-- The task --
Where the records below show the word "from" in a line, please copy that line.

== == ==

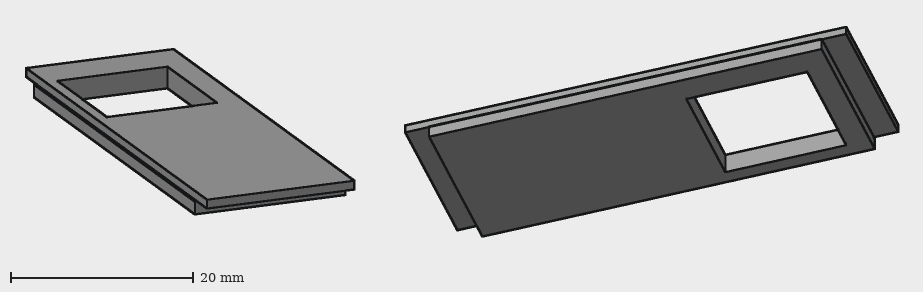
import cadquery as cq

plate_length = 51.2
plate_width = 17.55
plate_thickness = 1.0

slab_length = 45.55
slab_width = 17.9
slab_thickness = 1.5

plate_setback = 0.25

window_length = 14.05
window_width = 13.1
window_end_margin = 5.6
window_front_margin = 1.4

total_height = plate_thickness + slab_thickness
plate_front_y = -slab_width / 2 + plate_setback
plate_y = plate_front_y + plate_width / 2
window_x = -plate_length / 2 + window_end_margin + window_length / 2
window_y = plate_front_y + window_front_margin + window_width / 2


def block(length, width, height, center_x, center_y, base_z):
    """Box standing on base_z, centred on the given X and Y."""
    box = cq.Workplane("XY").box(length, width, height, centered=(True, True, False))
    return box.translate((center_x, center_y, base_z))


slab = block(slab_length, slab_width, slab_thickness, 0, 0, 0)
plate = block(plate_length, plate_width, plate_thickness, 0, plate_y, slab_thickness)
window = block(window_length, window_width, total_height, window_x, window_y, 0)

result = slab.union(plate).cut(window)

== == ==

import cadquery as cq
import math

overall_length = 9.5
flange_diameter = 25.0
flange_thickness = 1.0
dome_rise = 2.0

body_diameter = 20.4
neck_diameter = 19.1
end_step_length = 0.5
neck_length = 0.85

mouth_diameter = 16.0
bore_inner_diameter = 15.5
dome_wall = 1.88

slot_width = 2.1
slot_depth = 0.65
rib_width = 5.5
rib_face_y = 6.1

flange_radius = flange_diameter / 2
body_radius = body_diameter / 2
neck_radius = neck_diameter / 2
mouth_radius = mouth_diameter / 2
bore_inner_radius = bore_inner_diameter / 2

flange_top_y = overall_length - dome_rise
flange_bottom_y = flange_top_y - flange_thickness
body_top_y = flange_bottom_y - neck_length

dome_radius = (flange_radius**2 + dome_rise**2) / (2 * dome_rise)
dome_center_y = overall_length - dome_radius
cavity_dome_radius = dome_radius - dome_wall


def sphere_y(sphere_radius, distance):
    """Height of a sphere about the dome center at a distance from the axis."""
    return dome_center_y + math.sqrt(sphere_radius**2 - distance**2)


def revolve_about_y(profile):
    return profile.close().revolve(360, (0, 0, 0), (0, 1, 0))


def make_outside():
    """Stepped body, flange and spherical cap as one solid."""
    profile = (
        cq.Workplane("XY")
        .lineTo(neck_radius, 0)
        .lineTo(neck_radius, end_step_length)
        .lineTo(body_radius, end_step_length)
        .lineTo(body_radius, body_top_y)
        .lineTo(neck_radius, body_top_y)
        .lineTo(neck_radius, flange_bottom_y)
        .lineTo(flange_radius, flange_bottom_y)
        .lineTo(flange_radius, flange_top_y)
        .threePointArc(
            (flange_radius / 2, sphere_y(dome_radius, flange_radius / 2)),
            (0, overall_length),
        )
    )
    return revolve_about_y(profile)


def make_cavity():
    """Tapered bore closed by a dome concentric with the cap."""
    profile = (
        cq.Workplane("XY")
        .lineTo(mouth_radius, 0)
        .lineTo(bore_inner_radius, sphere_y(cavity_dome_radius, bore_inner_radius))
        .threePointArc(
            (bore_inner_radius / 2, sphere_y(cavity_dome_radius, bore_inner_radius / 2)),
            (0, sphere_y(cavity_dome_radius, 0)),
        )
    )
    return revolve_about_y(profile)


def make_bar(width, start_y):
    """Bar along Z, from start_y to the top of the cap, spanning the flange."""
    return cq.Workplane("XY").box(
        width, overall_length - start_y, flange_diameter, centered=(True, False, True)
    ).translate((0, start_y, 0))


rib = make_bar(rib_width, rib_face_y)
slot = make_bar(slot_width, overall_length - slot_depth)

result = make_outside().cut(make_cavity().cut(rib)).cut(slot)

== == ==

-- Solution to this exercise --
    """Height of a sphere about the dome center at a distance from the axis."""
    """Bar along Z, from start_y to the top of the cap, spanning the flange."""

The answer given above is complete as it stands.